NextNewNetworks, an online-video startup better known for nerdy boy animated series and the comely political satire of Obama Girl, has been trying to break into the girly dating bracket for some time. The result: Allison's TMI Weekly. Tim Shey, NextNew's head of entertainment programming, told the Los Angeles Times:

We see it as an underserved community — young women who aren’t really reached by television. They’re watching a lot of YouTube. They care about style, tech, iPhones — how do they balance their career, their life and their relationship?

But the real draw here isn't women's "underserved" needs. It's watching these women — the Julia Allison Girl Army.
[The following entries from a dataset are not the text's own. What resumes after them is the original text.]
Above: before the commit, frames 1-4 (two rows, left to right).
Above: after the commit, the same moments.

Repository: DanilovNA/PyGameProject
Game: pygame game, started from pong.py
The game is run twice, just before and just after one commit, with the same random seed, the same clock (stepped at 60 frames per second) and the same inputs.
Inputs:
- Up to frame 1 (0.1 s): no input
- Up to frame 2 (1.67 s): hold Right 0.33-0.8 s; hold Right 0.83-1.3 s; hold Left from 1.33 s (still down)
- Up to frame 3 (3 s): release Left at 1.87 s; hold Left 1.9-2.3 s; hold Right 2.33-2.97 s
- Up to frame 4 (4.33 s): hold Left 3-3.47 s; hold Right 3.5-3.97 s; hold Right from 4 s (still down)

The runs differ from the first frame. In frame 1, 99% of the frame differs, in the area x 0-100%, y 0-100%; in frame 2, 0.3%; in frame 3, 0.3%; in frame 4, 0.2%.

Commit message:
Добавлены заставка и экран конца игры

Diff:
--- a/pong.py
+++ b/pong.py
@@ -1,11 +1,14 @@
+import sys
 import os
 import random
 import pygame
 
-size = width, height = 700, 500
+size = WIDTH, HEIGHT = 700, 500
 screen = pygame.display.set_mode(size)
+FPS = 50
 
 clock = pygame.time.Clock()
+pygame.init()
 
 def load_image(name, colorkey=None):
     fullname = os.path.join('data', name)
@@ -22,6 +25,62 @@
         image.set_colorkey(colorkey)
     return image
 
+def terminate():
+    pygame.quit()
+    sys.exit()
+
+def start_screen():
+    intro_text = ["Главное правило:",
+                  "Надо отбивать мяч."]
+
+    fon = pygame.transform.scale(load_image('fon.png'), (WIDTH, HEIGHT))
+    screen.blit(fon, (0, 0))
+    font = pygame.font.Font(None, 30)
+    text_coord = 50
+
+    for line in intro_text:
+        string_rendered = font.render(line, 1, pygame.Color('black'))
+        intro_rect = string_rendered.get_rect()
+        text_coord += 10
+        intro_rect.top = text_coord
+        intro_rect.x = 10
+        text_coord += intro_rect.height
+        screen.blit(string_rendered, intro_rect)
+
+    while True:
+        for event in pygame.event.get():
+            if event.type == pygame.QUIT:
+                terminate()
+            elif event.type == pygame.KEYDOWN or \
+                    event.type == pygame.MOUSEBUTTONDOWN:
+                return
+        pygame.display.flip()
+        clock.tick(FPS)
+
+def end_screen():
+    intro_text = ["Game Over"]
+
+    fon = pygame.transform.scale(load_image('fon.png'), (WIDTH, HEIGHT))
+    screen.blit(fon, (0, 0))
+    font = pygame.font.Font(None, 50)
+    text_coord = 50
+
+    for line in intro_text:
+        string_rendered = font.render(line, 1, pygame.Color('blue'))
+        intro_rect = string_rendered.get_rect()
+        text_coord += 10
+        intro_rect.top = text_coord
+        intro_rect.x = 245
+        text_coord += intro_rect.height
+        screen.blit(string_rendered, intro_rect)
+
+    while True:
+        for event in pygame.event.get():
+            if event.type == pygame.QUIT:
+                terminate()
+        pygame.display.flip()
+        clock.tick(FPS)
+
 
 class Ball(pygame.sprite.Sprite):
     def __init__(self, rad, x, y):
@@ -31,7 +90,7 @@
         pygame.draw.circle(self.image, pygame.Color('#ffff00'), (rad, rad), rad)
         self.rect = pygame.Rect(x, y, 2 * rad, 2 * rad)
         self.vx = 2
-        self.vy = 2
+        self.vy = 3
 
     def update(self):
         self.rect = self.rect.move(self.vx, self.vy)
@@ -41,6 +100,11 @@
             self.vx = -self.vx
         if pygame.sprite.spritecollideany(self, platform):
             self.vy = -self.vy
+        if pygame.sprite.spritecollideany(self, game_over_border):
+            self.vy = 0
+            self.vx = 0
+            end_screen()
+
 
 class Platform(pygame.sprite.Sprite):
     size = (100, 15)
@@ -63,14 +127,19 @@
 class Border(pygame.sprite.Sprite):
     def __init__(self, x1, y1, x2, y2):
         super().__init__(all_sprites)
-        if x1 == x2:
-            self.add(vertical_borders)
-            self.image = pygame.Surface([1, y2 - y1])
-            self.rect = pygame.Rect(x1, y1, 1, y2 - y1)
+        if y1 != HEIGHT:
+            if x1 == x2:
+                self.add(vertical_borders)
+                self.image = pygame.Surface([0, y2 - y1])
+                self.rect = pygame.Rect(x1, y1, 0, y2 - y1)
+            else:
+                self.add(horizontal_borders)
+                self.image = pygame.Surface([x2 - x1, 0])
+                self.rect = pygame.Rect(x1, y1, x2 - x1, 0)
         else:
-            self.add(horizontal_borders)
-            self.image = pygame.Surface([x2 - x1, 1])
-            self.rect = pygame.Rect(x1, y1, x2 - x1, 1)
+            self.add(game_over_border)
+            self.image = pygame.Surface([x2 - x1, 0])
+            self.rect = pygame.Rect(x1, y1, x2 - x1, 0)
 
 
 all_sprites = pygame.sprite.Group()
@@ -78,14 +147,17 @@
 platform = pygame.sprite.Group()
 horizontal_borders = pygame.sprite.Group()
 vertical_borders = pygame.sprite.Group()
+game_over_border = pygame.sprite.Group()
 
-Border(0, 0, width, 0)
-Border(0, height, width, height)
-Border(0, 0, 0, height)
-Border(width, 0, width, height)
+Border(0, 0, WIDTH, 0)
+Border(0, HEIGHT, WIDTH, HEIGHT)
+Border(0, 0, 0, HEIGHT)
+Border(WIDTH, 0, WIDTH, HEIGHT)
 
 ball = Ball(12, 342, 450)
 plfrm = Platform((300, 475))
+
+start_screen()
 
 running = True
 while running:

They froth as sincerely as they can, but they're still doling out the same television-ready advice. Is anyone really watching for iPhone app recommendations? There'd be no show here at all if there weren't already an audience of women and men just waiting to see what mess Julia makes next. After this show inevitably flops, will NextNew adopt Allison's soon-to-be-rejected reality show, The IT Girls, and run that instead? There's a reason that Allison and friends haven't made it even onto cable yet — TMI Weekly is an apt showcase for the extreme dislikeability which will keep them sequestered to a third-rate online-video startup. But that doesn't matter for Shey and company: They can safely sit back, flip the switch, and collect.